# Moose



## 7mm Reloaded (Aug 25, 2015)

My best friend for almost 17 years went to look for his cousin Daysi today. The silence around here is deafening.


----------



## SCS_Bg_Hunter (Oct 27, 2019)

Oh man, I'm sorry to hear that. I went through that myself last July, i still haven't gotten over it. It seems it gets harder every time.


----------



## 3arabians (Dec 9, 2014)

That’s a bummer man. I’m sorry. I recently lost my buddy of 10 years Hemi a golden lab in November. I know how ya feel but X2 is much harder. Hang in there. 

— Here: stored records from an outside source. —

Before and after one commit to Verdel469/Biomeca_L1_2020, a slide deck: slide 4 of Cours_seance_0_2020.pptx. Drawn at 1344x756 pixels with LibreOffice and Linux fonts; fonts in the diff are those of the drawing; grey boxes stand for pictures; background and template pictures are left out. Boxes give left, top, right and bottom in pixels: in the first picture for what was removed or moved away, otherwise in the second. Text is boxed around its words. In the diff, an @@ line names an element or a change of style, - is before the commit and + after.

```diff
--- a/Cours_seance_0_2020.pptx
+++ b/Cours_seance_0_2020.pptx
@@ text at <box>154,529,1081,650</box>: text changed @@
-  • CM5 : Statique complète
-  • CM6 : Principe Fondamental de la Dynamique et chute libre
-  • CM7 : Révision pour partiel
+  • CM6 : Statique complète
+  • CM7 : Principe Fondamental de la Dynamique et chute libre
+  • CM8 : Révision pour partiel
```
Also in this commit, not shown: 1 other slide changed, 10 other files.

Sent from my iPhone using Tapatalk


----------



## Goshawk (Sep 7, 2007)

I'm sorry for your loss.


----------



## Fowlmouth (Oct 4, 2008)

That's tough, sorry to hear....


----------



## CPAjeff (Dec 20, 2014)

Sorry for your loss - sad deal!


----------



## taxidermist (Sep 11, 2007)

That sucks! So sad to hear. Wishing you and the Family piece of mind and may your hearts and mind be filled with joy and love remembering the good times you had together for 17 years!


----------



## BPturkeys (Sep 13, 2007)

Sorry for your loss.


----------



## Packfish (Oct 30, 2007)

My condolences- we continue to do it time and time again knowing the sorrow but what they bring into our lives is priceless.


----------



## Natural Born Killer (Oct 29, 2015)

Daysi then Moose in less than a month, 

I am so sorry to find out about this, our heartfelt and sincere condolences.
We have 7 waiting at Rainbow Bridge for us, 44 years later we still talk about the first one we lost, along with all of the rest of them, especially during hunting season, or when the family gets together. 

"So long gone from our life but never absent from our hearts."

OUR THOUGHTS AND PRAYERS GO OUT TO YOU AND YOUR FAMILY,


----------